First and only prospective blinded data confirm the Merlin CP-GEP (Clinico pathological-Gene Expression Profiling) Test accurately stratifies melanoma patients by sentinel node metastasis risk, showing a greater than three-fold difference between High-Risk and Low-Risk groups
Largest prospective gene expression profile study in melanoma to date provides quantitative guidance for clinicians regarding the clinical utility of Merlin CP-GEP testing in guiding sentinel lymph node biopsy (SLNB) decision-making
SkylineDx today announced that results from its landmark MERLIN_001 trial, the largest prospective evaluation of a genomic test in cutaneous melanoma, have been published in the October 2025 issue of JAMA Surgery, the most cited surgery journal in the world. The study demonstrates that the Merlin CP-GEP Test stratified T1-T3 melanomas with clearly distinct risk levels for sentinel node metastasis: patients with a High-Risk result had a three-fold higher rate of sentinel node metastasis compared to those with a Low-Risk result (23.8% vs. 7.1%) overall.

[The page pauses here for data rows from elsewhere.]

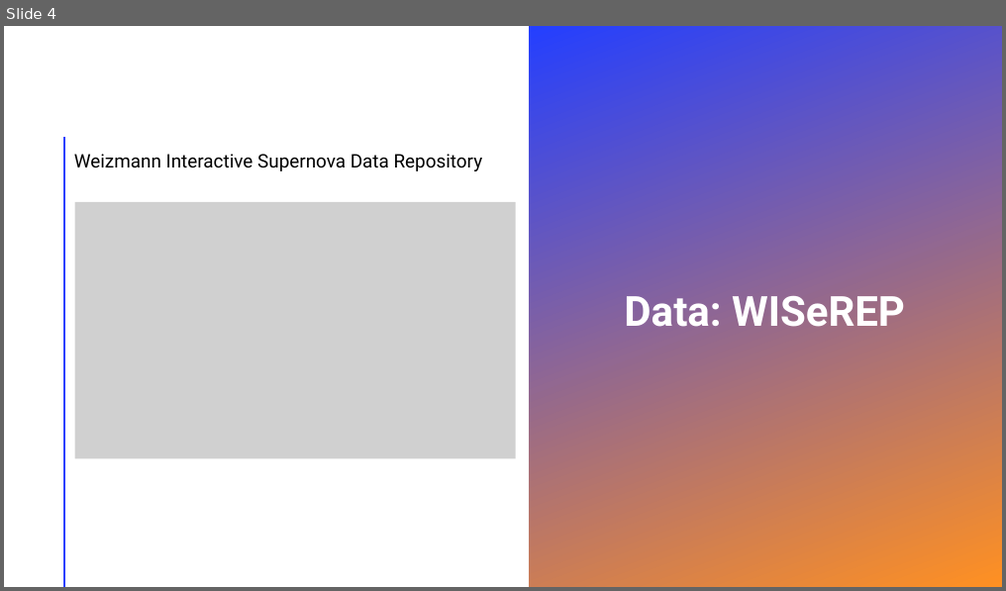
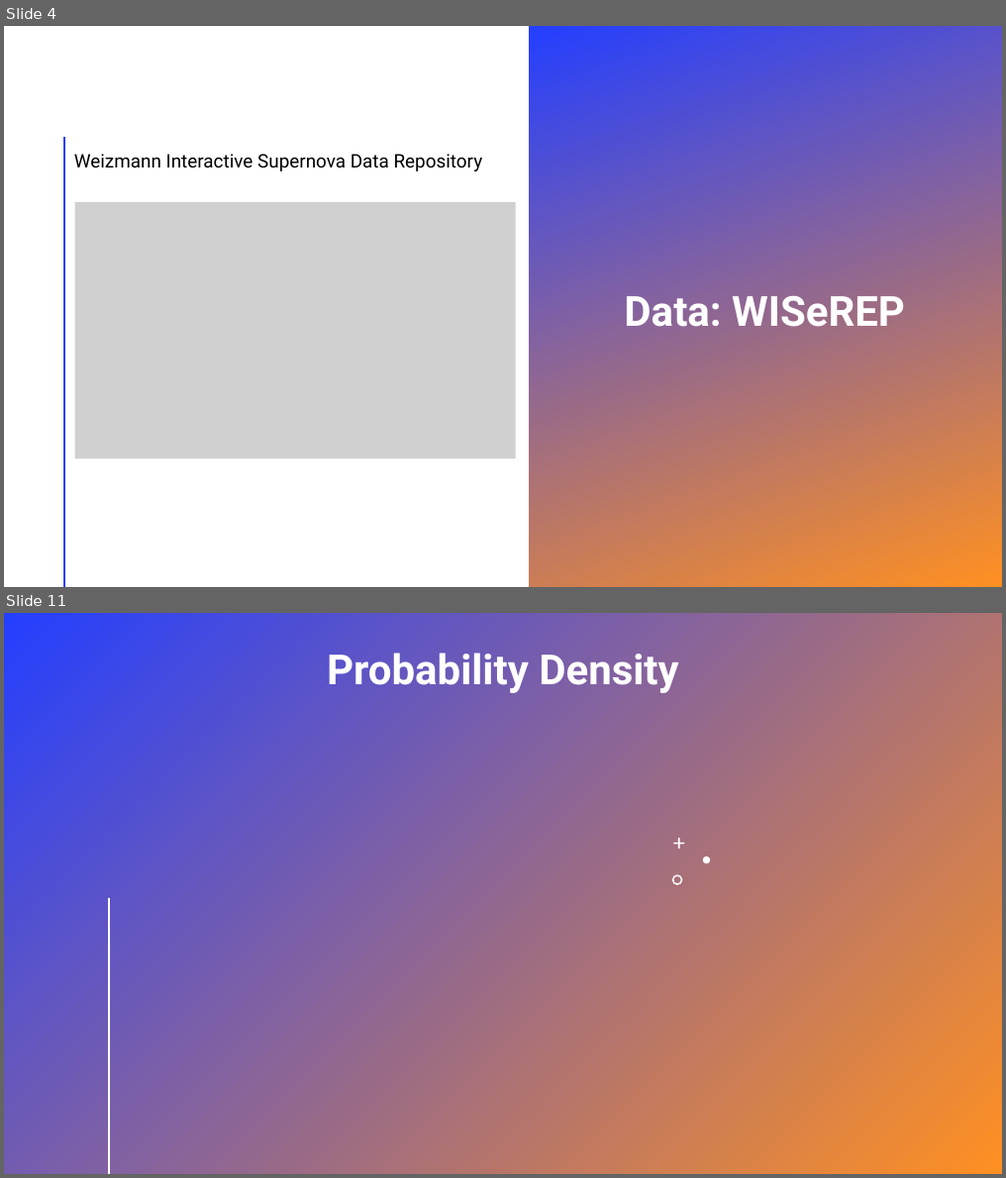
Before and after one commit to tobyheller-ucsd/SNIaEjectaVelocityAnalysis, a slide deck: Homogeneity In Ejecta Velocity Of Type Ia Supernovae.pptx. Shown one above the other, each under a label of ours: slide 4 before the commit, slides 4 and 11 after it; the slides between them are not shown. The pictures are 1006x591 and 1006x1178 pixels, drawn with LibreOffice and Linux fonts; fonts in the diff are those of the drawing; grey boxes stand for pictures. Boxes give left, top, right and bottom in pixels: in the first picture for what was removed or moved away, otherwise in the second. Text is boxed around its words. In the diff, an @@ line names an element or a change of style, - is before the commit and + after.

```diff
--- a/Homogeneity In Ejecta Velocity Of Type Ia Supernovae.pptx
+++ b/Homogeneity In Ejecta Velocity Of Type Ia Supernovae.pptx
@@ slide 11 added at (x1=4, y1=613, x2=1002, y2=1174), background gradient #243FFF to #FF9022 @@
@@ text added at (x1=327, y1=653, x2=678, y2=693), 40 pt, text #FFFFFF, bold @@
+Probability Density
@@ freeform shape added at (x1=673, y1=838, x2=684, y2=849), fill #FFFFFF @@
@@ freeform shape added at (x1=672, y1=875, x2=683, y2=885), fill #FFFFFF @@
@@ freeform shape added at (x1=703, y1=857, x2=710, y2=863), fill #FFFFFF @@
@@ line added from (109, 899) to (109, 1173), #FFFFFF 2 pt @@
```
Also in this commit, not shown: 2 slides changed, 6 other slides added, 1 slide removed, 7 other files.
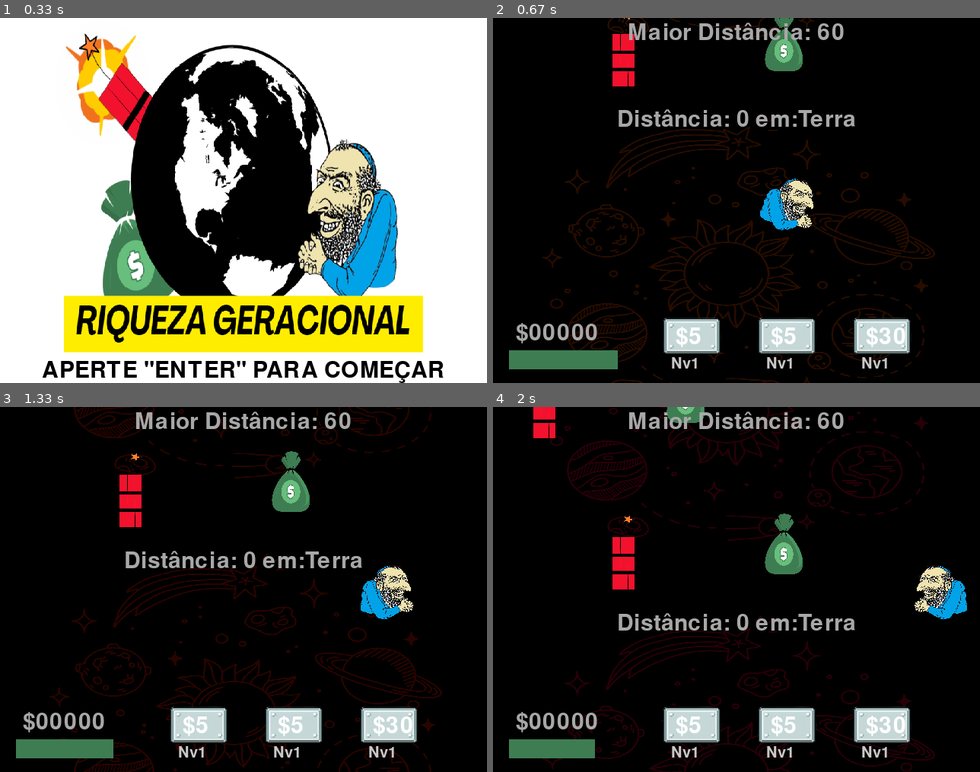
Above: before the commit, frames 1-4 (two rows, left to right).
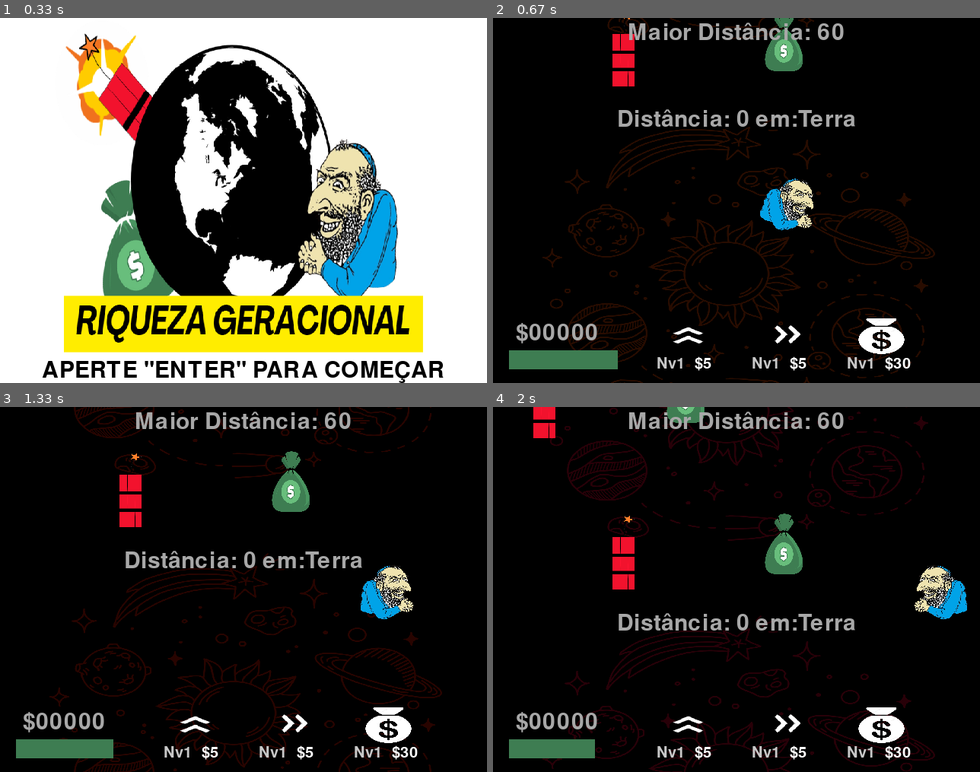
Above: after the commit, the same moments.

Repository: insper-classroom/projeto-pygame-jogo-thais-e-gustavo-valente
Game: pygame game, started from assets/src/jogo.py
Same seed, same stepped clock (60 frames per second), same inputs: the game is played once before the commit and once after it.
Inputs (mouse positions are in pixels of both pictures, inside the frame that each line leads up to):
- Up to frame 1 (0.33 s): no input
- Up to frame 2 (0.67 s): tap Enter at 0.33 s
- Up to frame 3 (1.33 s): click (292, 669) at 0.72 s; click (301, 622) at 1.05 s
- Up to frame 4 (2 s): click (619, 516) at 1.38 s; click (736, 633) at 1.72 s

Frame 1 is identical in both runs. In frame 2, 3.8% of the frame differs, in the area x 33-86%, y 82-97%; in frame 3, 3.8%; in frame 4, 3.8%.

Commit message:
imagens para cada botao

Diff:
--- a/assets/src/jogo.py
+++ b/assets/src/jogo.py
@@ -40,6 +40,16 @@
     botoes[1].preco = 5
     botoes[2].preco = 30
 
+    botaopulo = pygame.transform.scale(pygame.image.load('assets/img/setapulo.png'), (80, 50))
+    botaovel = pygame.transform.scale(pygame.image.load('assets/img/setavel.png'), (80, 50))
+    botaodin = pygame.transform.scale(pygame.image.load('assets/img/iconecifrao-removebg-preview.png'), (80, 50))
+
+    imagens_botoes = [
+        botaopulo,
+        botaovel,
+        botaodin
+    ]
+
     for i in range(12):
         dinheiros.append(Dinheiro())
 
@@ -87,9 +97,6 @@
         teclas = pygame.key.get_pressed()
 
         for event in pygame.event.get():
-            # if event.type == pygame.KEYDOWN and event.key == pygame.K_RETURN:
-            #     clicou = True
-
             if event.type == pygame.MOUSEBUTTONDOWN and event.button == 1:
                 clicou = True
 
@@ -201,12 +208,14 @@
 
         maior = pegamaiorelemento(recordearq)
 
+        i = 0
         for botao in botoes:
-            window.blit(botao.botaoforma, (220 + (botoes.index(botao)*125), 393))
-            mostrapreco = fonte_pequena.render('$' + str(botao.preco), True, (255, 255, 255))
-            window.blit(mostrapreco, (240 + (botoes.index(botao)*125), 405))
+            window.blit(imagens_botoes[i], (220 + (botoes.index(botao)*125), 393))
             nivelbotao = fonte_menor.render('Nv' + str(botao.nivel), True, (200, 200, 200))
-            window.blit(nivelbotao, (234 + (botoes.index(botao)*125), 445))
+            window.blit(nivelbotao, (215 + (botoes.index(botao)*125), 445))
+            mostrapreco = fonte_menor.render('$' + str(botao.preco), True, (255, 255, 255))
+            window.blit(mostrapreco, (265 + (botoes.index(botao)*125), 445))
+            i += 1
 
         maiorrecorde = fonte_pequena.render('Maior Distância: ' + str(maior), True, (168, 168, 168))
         window.blit(maiorrecorde, (window.get_width() / 2 - maiorrecorde.get_width() / 2 , 5))
Binary file added: assets/img/iconecifrao-removebg-preview.png
Binary file added: assets/img/setapulo.png
Binary file added: assets/img/setas copy.png
Binary file added: assets/img/setas.png
Binary file added: assets/img/setavel.png

The MERLIN_001 trial enrolled 1,761 patients across leading U.S. academic cancer centers including the Mayo Clinic, University of Louisville, University of Michigan, Huntsman Cancer Institute, University of Kentucky, Emory University, Duke University, Memorial Sloan Kettering Cancer Center, and Moffitt Cancer Center.
“This study represents a major step forward in evaluating personalized melanoma care,” said Vernon Sondak, MD, MERLIN_001 Principal Investigator and chair of the Cutaneous Oncology Department at Moffitt Cancer Center in Tampa, Florida. “Studying the Merlin CP-GEP Test’s ability to distinguish patients’ risk of sentinel node metastasis with a rigor and precision no other test or nomogram can match. Our results show that the test adds a level of accuracy above current clinical factors alone, even when factors like mitotic rate and histologic subtype are taken into account, and this kind of knowledge ultimately allows patients and surgeons to make better decisions about when sentinel node biopsy should be part of the management of clinically localized melanoma. In appropriately selected patients, this test can add value for shared decision-making.”
Key Findings
- Across the study population, the Merlin CP-GEP Test stratified melanomas into two distinct risk groups: High-Risk patients had greater than a three-fold likelihood of SLN metastasis (23.8%) compared to Low-Risk patients (7.1%). Overall, 37.0% of patients were Low-Risk while 63.0% were High-Risk. Importantly, the test was successful in 97.7% of submitted samples.
- In patients aged 65 and older, where comorbidities can be more prevalent, the test identified 57.9% as High-Risk, with a positive SLNB rate of 20.3%, versus a 6.6% positive SLNB rate for Low-Risk cases.
- In head and neck melanomas, where SLNB can be technically difficult and can carry higher morbidity, the Merlin CP-GEP test identified High-Risk cases with a 26.7% SLN rate and Low-Risk cases with a 4.9% SLN (five-fold risk increase in the High-Risk vs. the Low-Risk groups).
- Across all ages and primary sites, cases with clinical Stage IB melanoma were classified as Low-Risk 49.3% of the time, with a 6.5% positive SLNB rate, compared with an 18.3% rate for High-Risk cases.